There are other reasons that we would like to have a large family. One is that we just love kids! We would also like to adopt at some point...maybe when our biological children are grown, maybe before that.
We recently listened to
Voddie Baucham give a lecture called
"The Centrality of the Home in Evangelism and Discipleship". It is excellent and I think that all parents should listen to it. It includes some very startling statistics. For example, he says that 1) 75 to 88 percent of Christian young people (who have grown up in the church and who call themselves "born-again evangelicals") forsake their faith by the end of their freshman year in college. 2) The current birth rate in America is 1.8 children per couple. So if you're generous and say that the birth rate is 2 children per couple and that we're only losing 75% of our young people, then it takes 2 Christian families (4 people) in one generation to get 1 Christian into the next. Baucham says that in order to make up for what we're losing...to just break even...we would have to be reaching 3 lost people for every 1 Christian. But according to the Southern Baptist Journal of Theology, we are actually reaching 1 lost person for every 43 Christians. So we are basically extinguishing ourselves.

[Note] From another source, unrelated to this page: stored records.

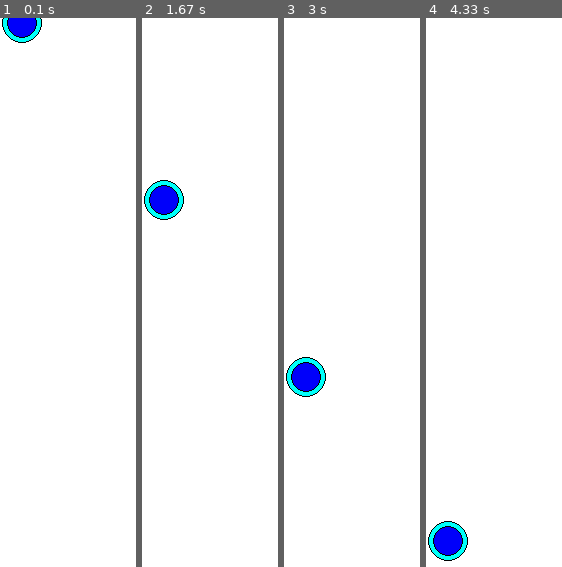
Above: before the commit, frames 1-4 (left to right).
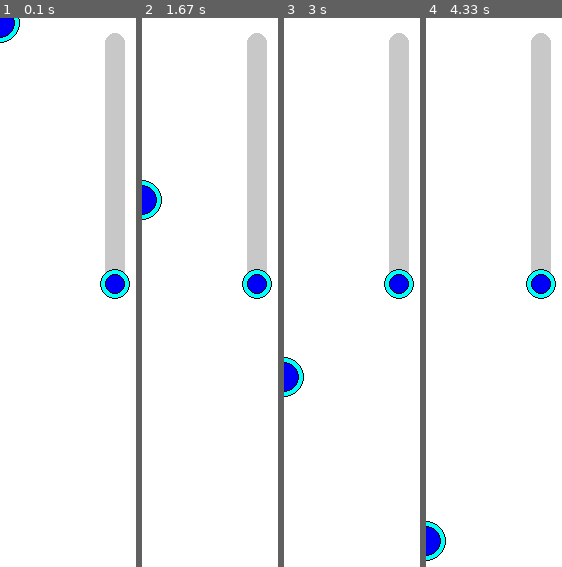
Above: after the commit, the same moments.

Repository: JohnAndPython/Pygame_ColorsPanel
Game: pygame game, started from main.py
Two runs of this game, one before a commit and one after it. Both use one fixed random seed, a clock stepped at 60 frames per second and the inputs below.
Inputs (mouse positions are in pixels of both pictures, inside the frame that each line leads up to):
- Up to frame 1 (0.1 s): no input
- Up to frame 2 (1.67 s): click (outside the picture) at 0.38 s; click (outside the picture) at 0.72 s; click (outside the picture) at 1.05 s; click (outside the picture) at 1.38 s
- Up to frame 3 (3 s): click (outside the picture) at 1.72 s; click (outside the picture) at 2.05 s; click (outside the picture) at 2.38 s; click (outside the picture) at 2.72 s
- Up to frame 4 (4.33 s): click (outside the picture) at 3.05 s; click (outside the picture) at 3.38 s; click (outside the picture) at 3.72 s; click (outside the picture) at 4.05 s

The runs differ from the first frame. In frame 1, 8.4% of the frame differs, in the area x 0-96%, y 0-52%; in frame 2, 9.0%, in the area x 0-96%, y 2-52%; in frame 3, 9.0%; in frame 4, 9.0%.

Commit message:
Update Slider Class and Dot Class

Diff:
--- a/main.py
+++ b/main.py
@@ -1,7 +1,7 @@
 import pygame
 import time, sys
 
-from panel import Dot
+from panel import Dot, slider
 
 pygame.init()
 
@@ -12,6 +12,7 @@
 clock = pygame.time.Clock()
 
 dot_red = Dot()
+slider_red = slider(100,10)
 
 #test
 
@@ -38,6 +39,7 @@
     screen.fill((255, 255, 255))
 
     dot_red.draw(screen)
+    slider_red.draw(screen)
 
 
     #update display
--- a/panel.py
+++ b/panel.py
@@ -1,16 +1,18 @@
 import pygame
 
 class Dot(pygame.sprite.Sprite):
-    def __init__(self, size: int=20, color_outer: tuple[int, int, int]=(0, 255, 250), color_inner: tuple[int, int, int]=(0, 0, 250)) -> None:
+    def __init__(self, posx: int=0, posy: int=0, size: int=20, color_outer: tuple[int, int, int]=(0, 255, 250), color_inner: tuple[int, int, int]=(0, 0, 250)) -> None:
         super().__init__()
 
+        self.posx = posx
+        self.posy = posy
         self.color_outer = color_outer
         self.color_inner = color_inner
         self.size = size
 
         self.image = pygame.surface.Surface((self.size * 2 + 5, self.size * 2 + 5), pygame.SRCALPHA)
         #self.image.fill((0, 0, 0, 0))
-        self.rect = self.image.get_rect()
+        self.rect = self.image.get_rect(centerx=posx, centery=posy)
 
 
     def update(self, posy: int, miny: int=0, maxy: int=250) -> None:
@@ -34,8 +36,21 @@
         self.posx = posx
         self.posy = posy
 
+        self.image = pygame.surface.Surface((30, 300), pygame.SRCALPHA)
+        self.rect = self.image.get_rect(left=self.posx, top=self.posy)
+
+        self.offset = 5
+        self.width = 20
+        self.height = 256
+        self.dot = Dot(self.width // 2 + self.offset, self.height, size=15)
+
     def update(self) -> None:
         pass
 
+
     def draw(self, root_surf: pygame.Surface) -> None:
-        pass
+
+        slider_rect = pygame.draw.rect(self.image, (200, 200, 200), (self.offset, self.offset, self.width, self.height), border_radius=10)
+        self.dot.draw(self.image)
+
+        root_surf.blit(self.image, self.rect)
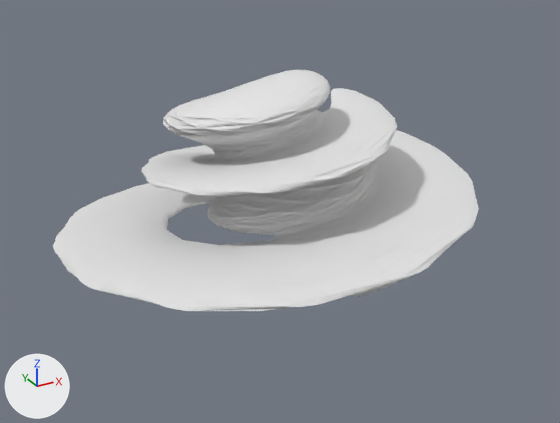
The OBJ model Assets/Models/Stomach/ventre_0019.obj, before and after one commit.
Rendered twice from a camera (50 mm lens) standing at (-70.0, -134.4, 66.8) and looking at (2.8, -2.1, 0.6). Every picture has the same lights, and +X, +Y and +Z are marked at lower left. Where no turn or scale is listed for an object, it has been applied to the vertices. Vertices at the same position are counted once.

The scene before the commit, as lines of its bpy script (objects in view):
```python
me_ventre_0019 = bpy.data.meshes.new('ventre_0019')
me_ventre_0019.from_pydata(...)  # 4178 vertices, 5880 faces; spans x -42.9..41.9, y -44.2..42.3, z -33.9..31.0
ob_ventre_0019 = bpy.data.objects.new('ventre_0019', me_ventre_0019)
ob_ventre_0019.location = (0.0, 0.0, 0.0)
```
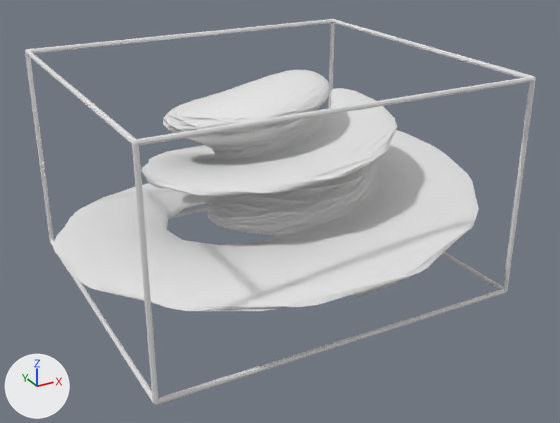
Where the change shows, as pixel boxes (x1, y1, x2, y2) in the pictures (560 x 423 px):
'ventre_0019', reshaped: before (53, 70, 479, 311); after (25, 19, 536, 405)
part 1 of me_ventre_0019, added: after (25, 19, 536, 405)

The change, as a diff of the scene's bpy script:
```diff
--- a/Assets/Models/Stomach/ventre_0019.obj.py
+++ b/Assets/Models/Stomach/ventre_0019.obj.py
@@ me_ventre_0019 @@
 # used by ob_ventre_0019; location = (0.0, 0.0, 0.0)
-me_ventre_0019.from_pydata(...)  # 4178 vertices, 5880 faces; spans x -42.9..41.9, y -44.2..42.3, z -33.9..31.0
+me_ventre_0019.from_pydata(...)  # 3714 vertices, 4664 faces; spans x -42.9..41.9, y -44.2..42.3, z -12.7..32.5
+# me_ventre_0019 part 1: a new loose piece of 208 vertices spanning x -38.4..38.4, y -34.6..34.6, z -12.7..32.5
```

I know that just because we have, say, ten children, does not mean that none of those children will forsake their faith. By God's grace they won't. We most definitely have a monumental responsibility in raising our children, and these kinds of facts remind me that I constantly need to be humbly before God in prayer for my children, my husband, and myself as we raise them.
As far as caring for a large family goes, I definitely can't do it in my own strength. I have to ask God for wisdom, grace, patience, humility, etc every single day. But I don't believe that He will give me more than I can handle with His help (including children with disabilities). I cannot raise one child properly without His aid and guidance, but if I am just a vessel ready and willing for Him to use, then He can use me to accomplish an awful lot! God gives life and He is able to provide for that life...physically, emotionally, spiritually, and in every other way. The hard part is to remember to rely on Him and not to try to control everything myself...something that I need to work on.
There is so much more that could be said, but this is already quite lengthy. Feel free to comment or ask questions. I definitely don't have all of the answers (far from it!), but discussion is good and I would enjoy hearing your viewpoints.